“At the end of the ‘Living with MS‘ meeting at the weekend MouseDoctor and I were fielding questions from MSers. One MSer chastised me for presenting new and up-coming clinical trials that all have, or will have, an upper cut-off age for recruitment. He was over 70.
He then accused me of being ageist. I apologised and said I don’t make the rules. That is a bit of lie as I sit on committees that make some of the rules. The problem is that MS is viewed as a young persons disease and by the time MSers are over 60, or 70, they are at a stage of the disease that is confounded by age-related diseases, including natural ageing.”
One of the biggest drivers of drug development costs are pre and post-marketing regulatory requirements. The generation of data to satisfy regulatory authorities and payers is simply driving-up costs and they are rapidly approaching a level that is unsustainable.
What should we do about this problem? I am not sure, but a sensible debate would be a starting point. At some stage we need to be pragmatic about drug development and focus on developing drugs for the age of austerity. There is little point developing drugs that half the world can’t afford to use. Drugs for MSers are no exception!”
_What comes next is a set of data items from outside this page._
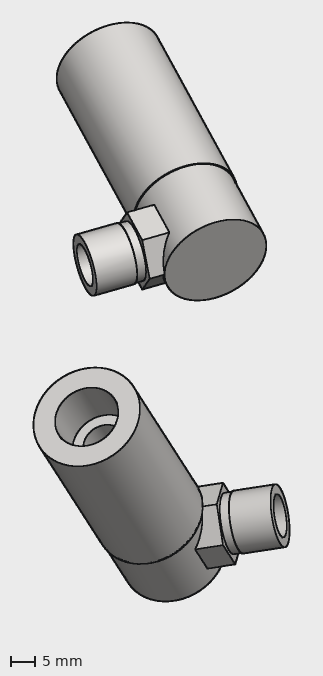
import cadquery as cq
import math


total_length = 60.0
barrel_diameter = 23.0
head_diameter = 22.5
head_length = 17.0
head_end_x = head_length / 2
barrel_end_x = head_end_x - total_length
barrel_length = total_length - head_length

hex_across_flats = 14.7
hex_across_corners = hex_across_flats / math.cos(math.radians(30))
neck_diameter = 12.8
spigot_diameter = 13.15
spigot_reach = 25.5
spigot_length = 9.0
neck_length = 2.0
neck_reach = spigot_reach - spigot_length
hex_reach = neck_reach - neck_length

bore_diameter = 9.0
socket_diameter = 13.6
socket_depth = 12.0


def cylinder_along_x(diameter, start_x, length):
    """Cylinder on the X axis, growing towards +X from start_x."""
    return cq.Workplane("YZ", origin=(start_x, 0, 0)).circle(diameter / 2).extrude(length)


def cylinder_along_y(diameter, start_y, length):
    """Cylinder on the Y axis, growing towards -Y from start_y."""
    return cq.Workplane("XZ", origin=(0, start_y, 0)).circle(diameter / 2).extrude(length)


def make_body():
    """Barrel with the slightly slimmer head behind it."""
    barrel = cylinder_along_x(barrel_diameter, barrel_end_x, barrel_length)
    head = cylinder_along_x(head_diameter, -head_length / 2, head_length)
    return barrel.union(head)


def make_side_outlet():
    """Hexagon with corners on the X direction, then a neck and the spigot."""
    hexagon = cq.Workplane("XZ").polygon(6, hex_across_corners).extrude(hex_reach)
    neck = cylinder_along_y(neck_diameter, -hex_reach, neck_length)
    spigot = cylinder_along_y(spigot_diameter, -neck_reach, spigot_length)
    return hexagon.union(neck).union(spigot)


def make_passage():
    """Two equal bores meeting in a mitred corner, with a wider socket at the barrel end."""
    bore_radius = bore_diameter / 2
    barrel_bore = cylinder_along_x(bore_diameter, barrel_end_x, -barrel_end_x)
    spigot_bore = cylinder_along_y(bore_diameter, 0, spigot_reach)
    corner = cylinder_along_x(bore_diameter, -bore_radius, bore_diameter).intersect(
        cylinder_along_y(bore_diameter, bore_radius, bore_diameter)
    )
    socket = cylinder_along_x(socket_diameter, barrel_end_x, socket_depth)
    return barrel_bore.union(spigot_bore).union(corner).union(socket)


result = make_body().union(make_side_outlet()).cut(make_passage())
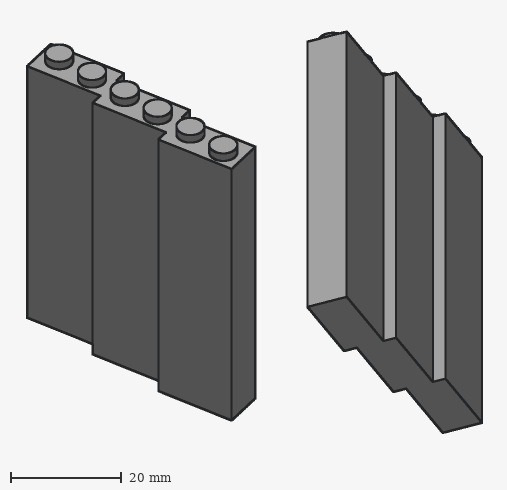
import cadquery as cq

total_height = 59.3
stud_height = 1.7
body_height = total_height - stud_height

block_count = 3
block_length = 15.85
block_thickness = 7.8
block_angle = 9.0
stud_pitch = 8.0
studs_per_block = 2
block_pitch = studs_per_block * stud_pitch

stud_diameter = 5.1
stud_count = studs_per_block * block_count


def centred_positions(count, pitch):
    """X positions of a row centred on the origin."""
    return [(i - (count - 1) / 2) * pitch for i in range(count)]


def turned_block(x):
    return (
        cq.Workplane("XY")
        .rect(block_length, block_thickness)
        .extrude(body_height)
        .rotate((0, 0, 0), (0, 0, 1), block_angle)
        .translate((x, 0, 0))
    )


body = cq.Workplane("XY")
for x in centred_positions(block_count, block_pitch):
    body = body.union(turned_block(x))

studs = (
    cq.Workplane("XY")
    .workplane(offset=body_height)
    .pushPoints([(x, 0) for x in centred_positions(stud_count, stud_pitch)])
    .circle(stud_diameter / 2)
    .extrude(stud_height)
)

result = body.union(studs)
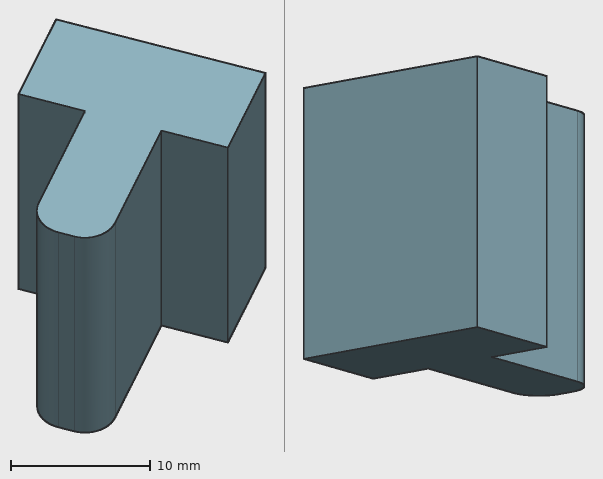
import cadquery as cq

head_width = 16.0
total_depth = 20.15
height = 20.0

head_depth = head_width / 2
tongue_width = 5.85
tongue_length = total_depth - head_depth
nose_radius = 2.32

head = cq.Workplane("XY").box(
    head_width, head_depth, height, centered=(True, False, False)
)

tongue = (
    cq.Workplane("XY")
    .box(tongue_width, tongue_length, height, centered=(True, False, False))
    .translate((0, -tongue_length, 0))
    .faces("<Y")
    .edges("|Z")
    .fillet(nose_radius)
)

result = head.union(tongue)

…… Although population aging is a mark of the success of public health policies, it also challenges the established way of implementing such policies. In the case of the European Medicines Agency (EMA), it has prompted an analysis of whether the regulatory system is adapted to taking the needs of older people into account in the development, approval, and use of medications…..
…… The process started in 2006, when the EMA provided an opinion on the adequacy of guidance on the elderly regarding medicinal products. In 2011, the agency’s Committee for Human Medicinal Products adopted the EMA geriatric medicines strategy, marking its commitment to improving our understanding of how best to evaluate the benefit–risk ratio for a medication in older patients…..
…… First, the strategy recognizes that older people are the main users of medications — not a minority or special population (a fundamental difference between the geriatric and pediatric populations). Therefore, legislative and regulatory frameworks must be designed to ensure that the use of newly approved medicines in the intended population is supported by relevant data on the benefit–risk balance. The strategy’s second aim is to improve the availability of information to patients and prescribers, to support safer use of medications…..
The cost of drugs for dementia is going to be a time bomb for the future. How are we going to be able to provide these drugs for an ageing population for possibly 30-40 years? Maybe the drug regulatory bodies should look at simplifying the trials necessary for re purposing drugs. Unless the drug companies get anything out of it they are not going to do these trials, therefore, maybe we need a central body like the EMA or FDA funded by a small tax on every drug sold by pharma, who would fund these trials
Either tax the pharma more heavily or change the system and create a state-governed drug making by supporting eg. university-based research, however, I am not an economist.